For the pizza ["A..","AAA","..."] with k = 3, the answer is 3. There are exactly 3 ways to make 2 cuts so that all 3 pieces each contain at least one apple.
The approach
The key insight is that after every cut, the remaining pizza is always a sub-rectangle anchored at some (r, c) extending to the bottom-right corner (rows-1, cols-1). This means the DP state only needs three values: the top-left corner (r, c) of the current sub-pizza and the number of cuts remaining.
But before you can write the DP, you need a fast way to check whether a sub-rectangle contains any apples. Iterating over all cells for each check would be too slow. A suffix sum solves this. Define suffix[r][c] as the number of apples in the sub-rectangle from (r, c) to (rows-1, cols-1). You can build this table in O(rows * cols) by filling from bottom-right to top-left:
suffix[r][c] = (pizza[r][c] == 'A') + suffix[r+1][c] + suffix[r][c+1] - suffix[r+1][c+1]
With the suffix table, checking if the sub-rectangle from (r1, c1) to (r2, c2) has apples is just suffix[r1][c1] - suffix[r2+1][c1] - suffix[r1][c2+1] + suffix[r2+1][c2+1] > 0. And since the remaining pizza always extends to the bottom-right corner, you only need suffix[r][c] > 0 to check if the sub-pizza starting at (r, c) has any apples at all.

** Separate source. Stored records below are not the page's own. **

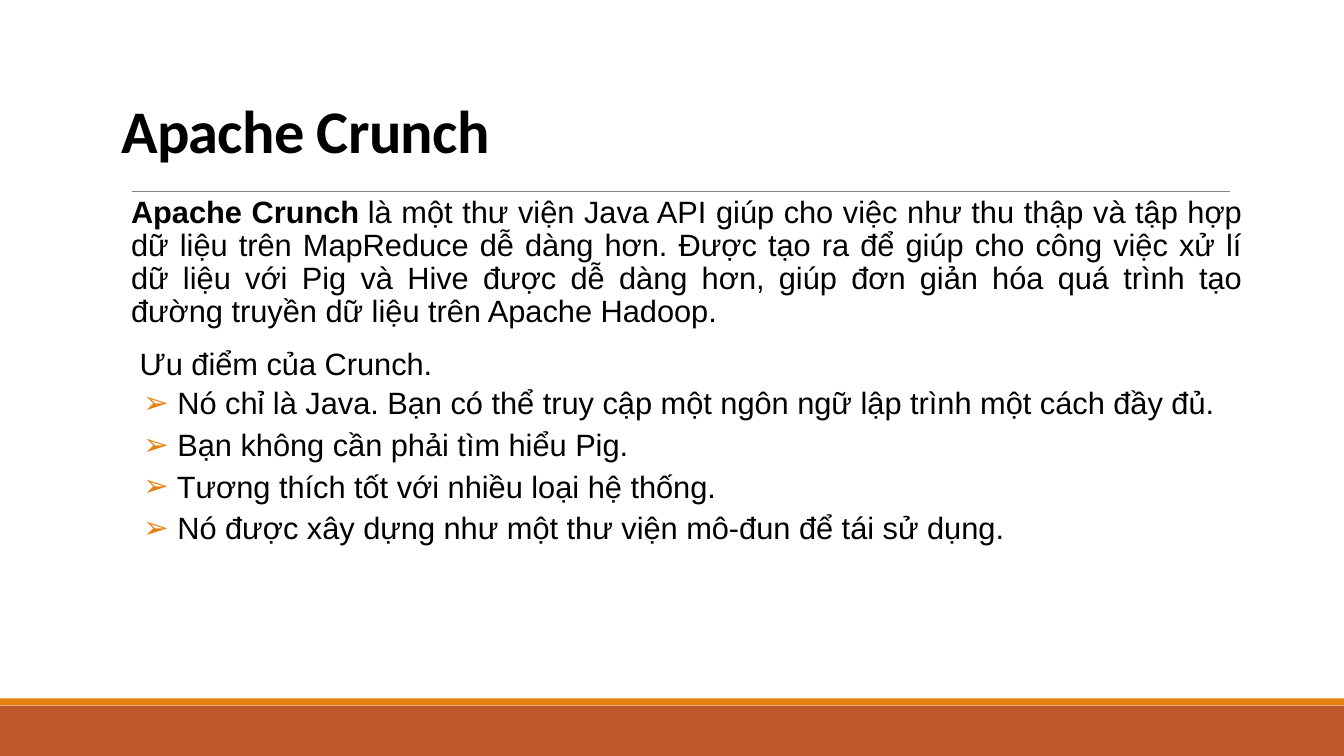
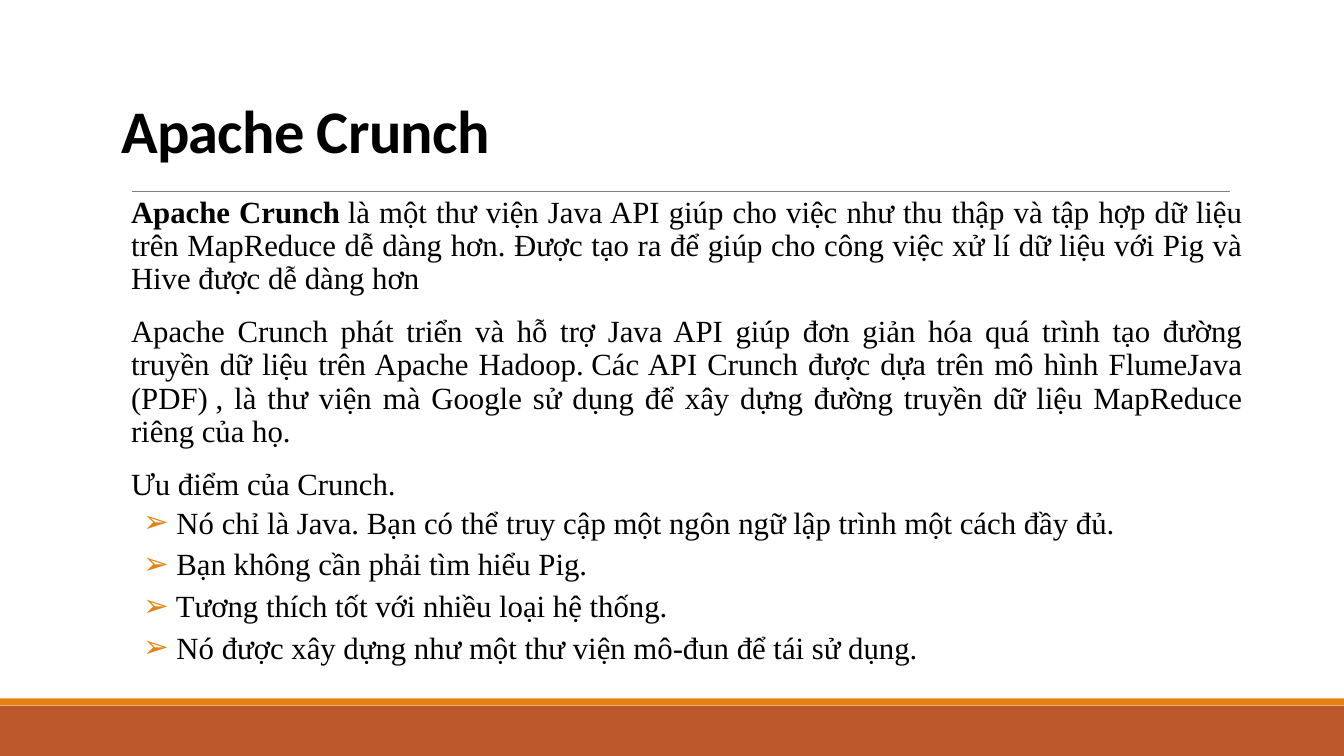
Before and after one commit to sonnv56/Mon-CVDHD-2014, a slide deck: slide 4 of Ngo_Van_Hieu/Xây dựng ứng dụng Với Hadoop.pptx. Drawn at 1344x756 pixels with LibreOffice and Linux fonts; fonts in the diff are those of the drawing. Boxes give left, top, right and bottom in pixels: in the first picture for what was removed or moved away, otherwise in the second. Text is boxed around its words. In the diff, an @@ line names an element or a change of style, - is before the commit and + after.

```diff
--- a/Ngo_Van_Hieu/Xây dựng ứng dụng Với Hadoop.pptx
+++ b/Ngo_Van_Hieu/Xây dựng ứng dụng Với Hadoop.pptx
@@ text at <box>121,110,1242,448</box>: text changed; font Arial to Times New Roman @@
-    Apache Crunch là một thư viện Java API giúp cho việc như thu thập và tập hợp dữ liệu trên MapReduce dễ dàng hơn. Được tạo ra để giúp cho công việc xử lí dữ liệu với Pig và Hive được dễ dàng hơn, giúp đơn giản hóa quá trình tạo đường truyền dữ liệu trên Apache Hadoop.
+    Apache Crunch là một thư viện Java API giúp cho việc như thu thập và tập hợp dữ liệu trên MapReduce dễ dàng hơn. Được tạo ra để giúp cho công việc xử lí dữ liệu với Pig và Hive được dễ dàng hơn
+  Apache Crunch phát triển và hỗ trợ Java API giúp đơn giản hóa quá trình tạo đường truyền dữ liệu trên Apache Hadoop. Các API Crunch được dựa trên mô hình FlumeJava (PDF) , là thư viện mà Google sử dụng để xây dựng đường truyền dữ liệu MapReduce riêng của họ.
@@ text at <box>131,472,1114,665</box>: font Arial to Times New Roman in "Ưu điểm của Crunch.", "Nó chỉ là Java. Bạn có thể ...", "Bạn không cần phải tìm hiểu Pig.", "Tương thích tốt với nhiều loại hệ ..." and 1 more places; alignment justified to left; list level 2 to 1 in "Ưu điểm của Crunch." @@
```
Also in this commit, not shown: 6 other slides changed, 1 other file.

The DP state is dp(r, c, t) = number of ways to cut the sub-pizza from (r, c) to the bottom-right into t pieces. The suffix sum lets you verify in O(1) that both the piece you cut away and the remaining portion each have at least one apple.
Step-by-step walkthrough
Step 1: Build the suffix sum table
Pizza grid
Suffix sum values
suffix[r][c] counts apples in the sub-rectangle from (r,c) to the bottom-right. This lets us check if any sub-pizza has apples in O(1).
Step 2: Define dp(r, c, t) for the remaining sub-pizza
dp(r, c, t) = ways to cut the sub-pizza from (r,c) to (2,2) into t pieces, each with at least one apple. We want dp(0, 0, 3).

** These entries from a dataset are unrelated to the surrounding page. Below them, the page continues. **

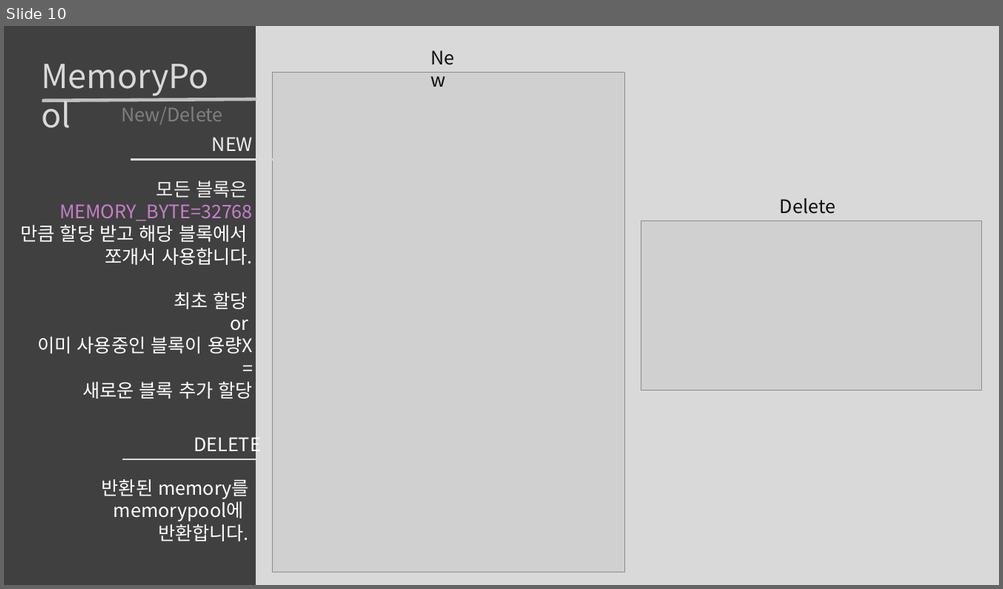
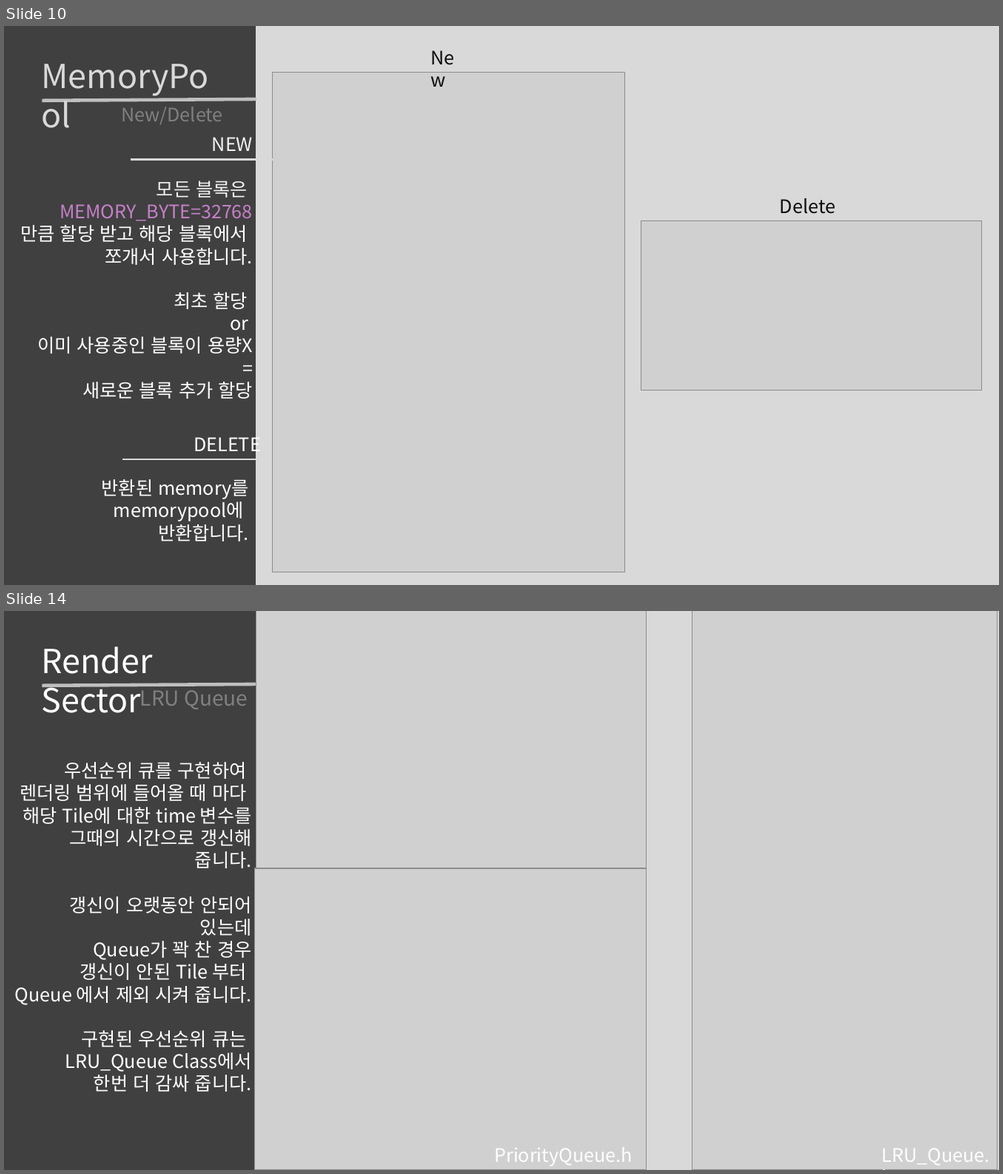
Before and after one commit to roka0105/Team.Yggdrasil_Server, a slide deck: 최예람 포트폴리오.pptx. Shown one above the other, each under a label of ours: slide 10 before the commit, slides 10 and 14 after it; the slides between them are not shown. The pictures are 1003x589 and 1003x1174 pixels, drawn with LibreOffice and Linux fonts; fonts in the diff are those of the drawing; grey boxes stand for pictures. Boxes give left, top, right and bottom in pixels: in the first picture for what was removed or moved away, otherwise in the second. Text is boxed around its words. In the diff, an @@ line names an element or a change of style, - is before the commit and + after.

```diff
--- a/최예람 포트폴리오.pptx
+++ b/최예람 포트폴리오.pptx
@@ slide 14 added at box(4, 611, 999, 1170), background #404040 @@
@@ rectangle added at box(256, 611, 999, 1170), fill #D9D9D9, outline #D9D9D9 1 pt @@
@@ picture added at box(256, 611, 646, 869) @@
@@ picture added at box(692, 611, 997, 1170) @@
@@ text added at box(42, 647, 153, 713), 32 pt, text #FFFFFF @@
+Render Sector
@@ line added from (42, 686) to (256, 684), #BFBFBF 3.25 pt @@
@@ text added at box(140, 685, 247, 709), 20 pt, text #808080 @@
+LRU Queue
@@ text added at box(15, 762, 252, 1092), 18 pt, text #FFFFFF @@
+우선순위 큐를 구현하여
+렌더링 범위에 들어올 때 마다
+해당 Tile에 대한 time 변수를
+그때의 시간으로 갱신해 줍니다.
+갱신이 오랫동안 안되어 있는데
+Queue가 꽉 찬 경우
+갱신이 안된 Tile 부터
+Queue 에서 제외 시켜 줍니다.
+구현된 우선순위 큐는
+LRU_Queue Class에서
+한번 더 감싸 줍니다.
@@ picture added at box(255, 869, 646, 1170) @@
@@ text added at box(494, 1147, 632, 1166), 18 pt, text #FFFFFF @@
+PriorityQueue.h
@@ text added at box(882, 1149, 990, 1165), 18 pt, text #FFFFFF @@
+LRU_Queue.h
```
Also in this commit, not shown: 3 slides changed, 7 other slides added, 3 other files.

Step 3: Try horizontal cut after row 0
Top piece is row 0 (apple at (0,0), valid). Remaining sub-pizza starts at row 1. We now need dp(1, 0, 2): cut rows 1-2 into 2 pieces.
Step 4a (Way 1): From dp(1, 0, 2), V-cut after col 0
Left piece: col 0 of rows 1-2 has apple at (1,0). Right piece: cols 1-2 of rows 1-2 has apples at (1,1) and (1,2). All 3 pieces valid.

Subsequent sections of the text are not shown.